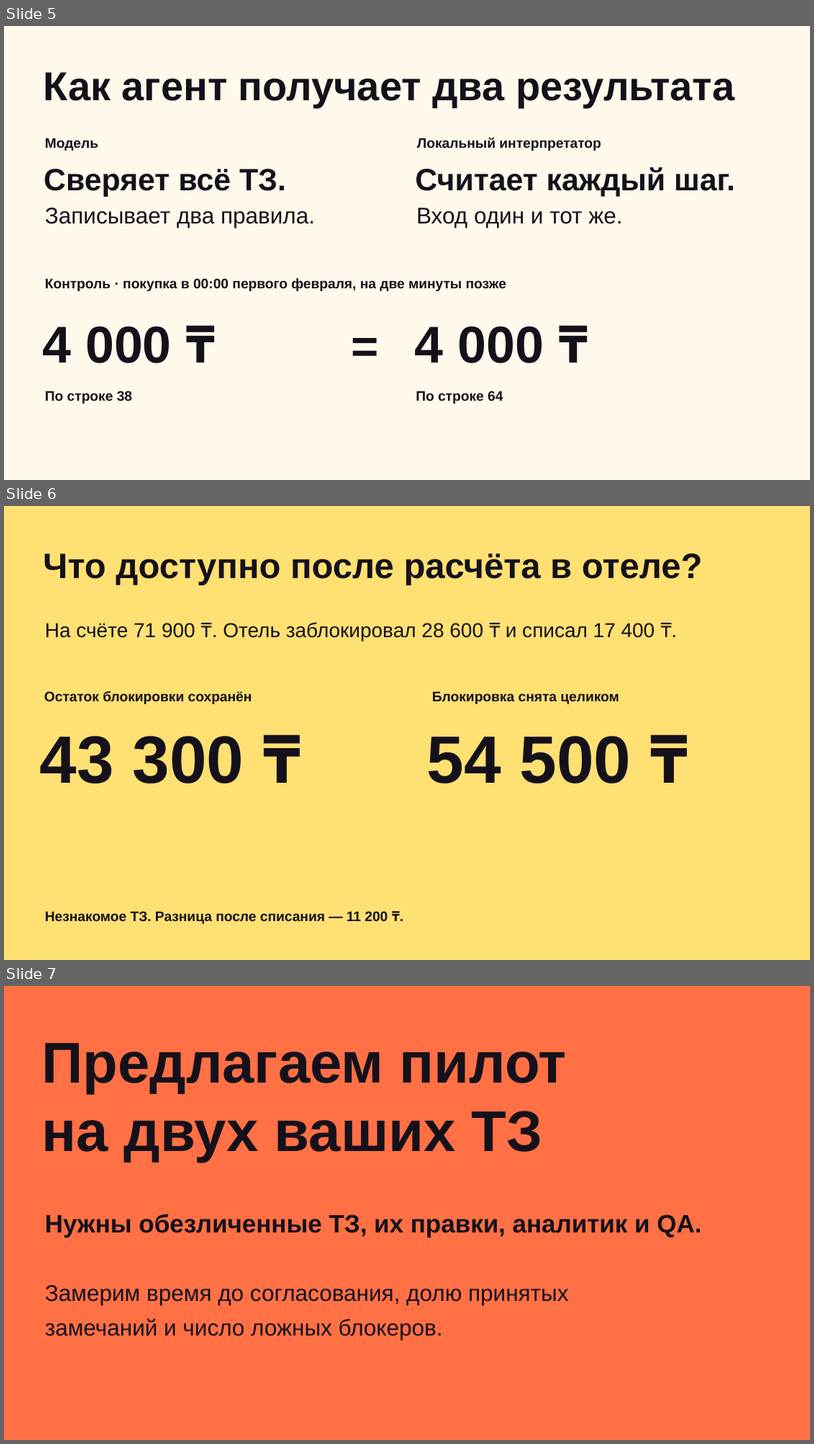
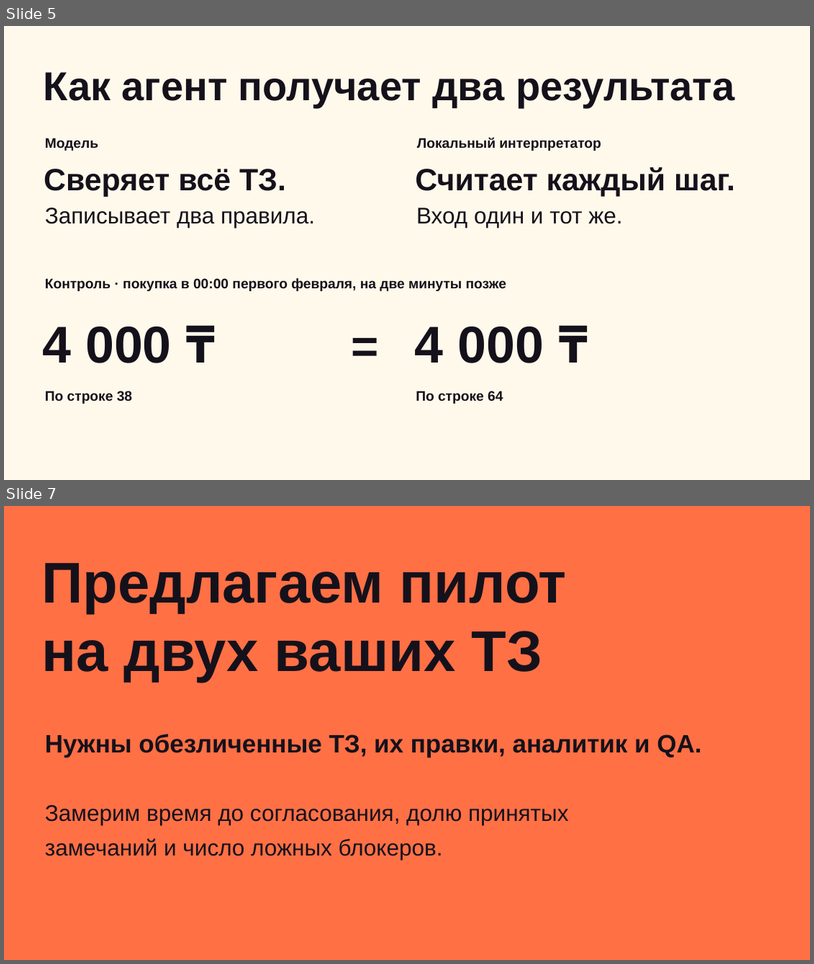
Before and after one commit to gojosatorukz/bcc-requirements-reviewer, a slide deck: presentation/bcc-pitch.pptx. Shown one above the other, each under a label of ours: slides 5, 6 and 7 before the commit, slides 5 and 7 after it; the slides between them are not shown. The pictures are 814x1444 and 814x964 pixels, drawn with LibreOffice and Linux fonts; fonts in the diff are those of the drawing. Boxes give left, top, right and bottom in pixels: in the first picture for what was removed or moved away, otherwise in the second. Text is boxed around its words. In the diff, an @@ line names an element or a change of style, - is before the commit and + after.

```diff
--- a/presentation/bcc-pitch.pptx
+++ b/presentation/bcc-pitch.pptx
@@ slide 6 removed at (4, 506, 810, 960), background #FFE073 @@
@@ text removed at (43, 553, 703, 586) @@
-Что доступно после расчёта в отеле?
@@ text removed at (45, 622, 656, 641) @@
-На счёте 71 900 ₸. Отель заблокировал 28 600 ₸ и списал 17 400 ₸.
@@ text removed at (44, 691, 252, 704) @@
-Остаток блокировки сохранён
@@ text removed at (432, 691, 619, 704) @@
-Блокировка снята целиком
@@ text removed at (40, 736, 244, 783) @@
-43 300 ₸
@@ text removed at (427, 736, 632, 783) @@
-54 500 ₸
@@ text removed at (45, 911, 388, 924) @@
-Незнакомое ТЗ. Разница после списания — 11 200 ₸.
```
Also in this commit, not shown: 2 slides changed, 1 slide added.

++++++

An exact copy of the records is required. Pictures do not belong in it.

● **OUTPUT FOR THIS TASK**:
Before and after one commit to gojosatorukz/bcc-requirements-reviewer, a slide deck: presentation/bcc-pitch.pptx. Shown one above the other, each under a label of ours: slides 5, 6 and 7 before the commit, slides 5 and 7 after it; the slides between them are not shown. The pictures are 814x1444 and 814x964 pixels, drawn with LibreOffice and Linux fonts; fonts in the diff are those of the drawing. Boxes give left, top, right and bottom in pixels: in the first picture for what was removed or moved away, otherwise in the second. Text is boxed around its words. In the diff, an @@ line names an element or a change of style, - is before the commit and + after.

```diff
--- a/presentation/bcc-pitch.pptx
+++ b/presentation/bcc-pitch.pptx
@@ slide 6 removed at (4, 506, 810, 960), background #FFE073 @@
@@ text removed at (43, 553, 703, 586) @@
-Что доступно после расчёта в отеле?
@@ text removed at (45, 622, 656, 641) @@
-На счёте 71 900 ₸. Отель заблокировал 28 600 ₸ и списал 17 400 ₸.
@@ text removed at (44, 691, 252, 704) @@
-Остаток блокировки сохранён
@@ text removed at (432, 691, 619, 704) @@
-Блокировка снята целиком
@@ text removed at (40, 736, 244, 783) @@
-43 300 ₸
@@ text removed at (427, 736, 632, 783) @@
-54 500 ₸
@@ text removed at (45, 911, 388, 924) @@
-Незнакомое ТЗ. Разница после списания — 11 200 ₸.
```
Also in this commit, not shown: 2 slides changed, 1 slide added.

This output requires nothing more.